View Full Version : "How many kids do you have? What are their ages?"
adaycarelady
10-20-2015, 09:33 PM
Some parents are so picky lately when I tell them the number of kids I have, either my group of 4 is either too small or too big. Who really cares about the number of kids I have, shouldn't it be my decision how many kids I want to care for? As long as I am not going over my numbers then it shouldn't really be big deal. People need to realize this is my income. Ya like I'm going to terminate a child so my group is smaller and loose income just to accommodate another family! I'd also have no problem having a larger group if the government would allow me to.
torontokids
10-20-2015, 10:14 PM
I think parents are just doing their due diligence. They want to make sure you're not over ratio and they want their child to have enough peers to play with. I know when I was looking for care for my first daughter that group size was an issue for me. I was turned off by providers with only 1 or 2 older children as I wanted my child to socialize with similar aged peers. I ended up choosing a daycare centre partly because of this.

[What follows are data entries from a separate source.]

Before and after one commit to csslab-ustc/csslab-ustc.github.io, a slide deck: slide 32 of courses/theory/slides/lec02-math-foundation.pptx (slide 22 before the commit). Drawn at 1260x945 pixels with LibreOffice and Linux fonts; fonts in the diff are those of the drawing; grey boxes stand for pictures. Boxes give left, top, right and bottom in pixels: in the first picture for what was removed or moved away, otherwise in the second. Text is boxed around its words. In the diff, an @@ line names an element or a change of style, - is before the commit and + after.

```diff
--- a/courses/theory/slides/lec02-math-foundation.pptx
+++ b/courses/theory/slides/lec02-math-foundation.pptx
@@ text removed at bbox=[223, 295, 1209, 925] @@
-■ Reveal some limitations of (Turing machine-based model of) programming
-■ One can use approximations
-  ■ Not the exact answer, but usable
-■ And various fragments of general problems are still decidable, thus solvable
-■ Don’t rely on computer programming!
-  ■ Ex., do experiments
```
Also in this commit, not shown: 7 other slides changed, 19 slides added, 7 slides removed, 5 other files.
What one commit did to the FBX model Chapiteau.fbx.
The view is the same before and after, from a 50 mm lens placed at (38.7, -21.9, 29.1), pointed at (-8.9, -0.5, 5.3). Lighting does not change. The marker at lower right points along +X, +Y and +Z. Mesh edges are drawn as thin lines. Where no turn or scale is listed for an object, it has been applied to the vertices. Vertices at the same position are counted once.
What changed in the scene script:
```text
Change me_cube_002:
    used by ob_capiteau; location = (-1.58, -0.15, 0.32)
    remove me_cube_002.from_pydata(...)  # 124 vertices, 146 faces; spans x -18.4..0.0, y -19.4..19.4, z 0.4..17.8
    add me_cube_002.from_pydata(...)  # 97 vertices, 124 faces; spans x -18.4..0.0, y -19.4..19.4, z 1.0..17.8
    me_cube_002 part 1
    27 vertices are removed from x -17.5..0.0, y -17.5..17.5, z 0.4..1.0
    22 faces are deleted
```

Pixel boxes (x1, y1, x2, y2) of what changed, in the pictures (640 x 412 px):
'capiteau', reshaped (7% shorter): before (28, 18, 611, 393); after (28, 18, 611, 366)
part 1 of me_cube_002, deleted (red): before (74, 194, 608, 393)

Remember that these parents may have a difficult time managing their own 1 or 2 kids and some find it difficult to understand how we can manage 5 kids with all varying temperaments and developmental stages.
I don't think its personal.
Lee-Bee
10-21-2015, 12:32 PM
I would be more concerned about parents not asking these questions than those that are asking.
I would be asking the same questions. First off to ensure you are following the ratios and age limits but of course parents want to know how many kids you have. If I want my kid to be in a small group setting them my child being your only enrolled child means you are not the daycare for me. If my child is 4 and you only have babies in care then I would be worried about my child's social development.
The answer to "where are the other children" is a simple they haven't arrived for the day yet. Yes it is a common sense answer...but they are asking a very basic question so no need for more than that!
Busy ECE mommy
10-21-2015, 01:17 PM
Do you pre-screen on the phone first? I've done this for the last 2 years, and ask them tons of questions, and allow them to ask me too. I find I weed out alot of people that way, and don't have to waste my interview time. They're probably legitimately concerned about Bill10 ratios.
crayolamom
10-21-2015, 03:32 PM
I don't think this is all Bill 10. Some people are too high maintenance and these are the type people I turn down and cut the interviews short. They want the daycare with their childs age group and some go as far as wanting the same gender. If that it a major concern then home daycare is not for you a centre is but chances are they don't want to pay centre prices.
This happened to me yesterday and dad was like "you have no kids here where are they all"? UMMM well your son is the third one and the others are on their way if you must know! I have two families that pay for full time but come part time sometimes and full-time other times. In the last week one of my families didn't come because son wasn't feeling well but paid so its hard for us to ALWAYS keep 5 kids there.
5 Little Monkeys
10-21-2015, 09:09 PM
I'm not sure I really understand the issue with this. Lots of parents have asked me these questions (I think I have even offered up this info if they didn't ask) and I have never thought it was negative or high maintenance. To me it just makes sense to ask these questions as I would think it's important to a parent to know who their child's dc friends were and to make sure they were in a group setting that fit them.
playfelt
10-22-2015, 09:40 PM
That is a normal question for me at interviews. They want to know how many children their child will be with - some love the idea of lots of pretend siblings and others think their child won't get enough attention if there are too many. They also want to know the age mix - again they want to be sure that their child won't be the odd man out and programming will be geared to a level they are not at while others like the idea of their child being the only baby in care and assume the provider will be able to devote special attention to the baby.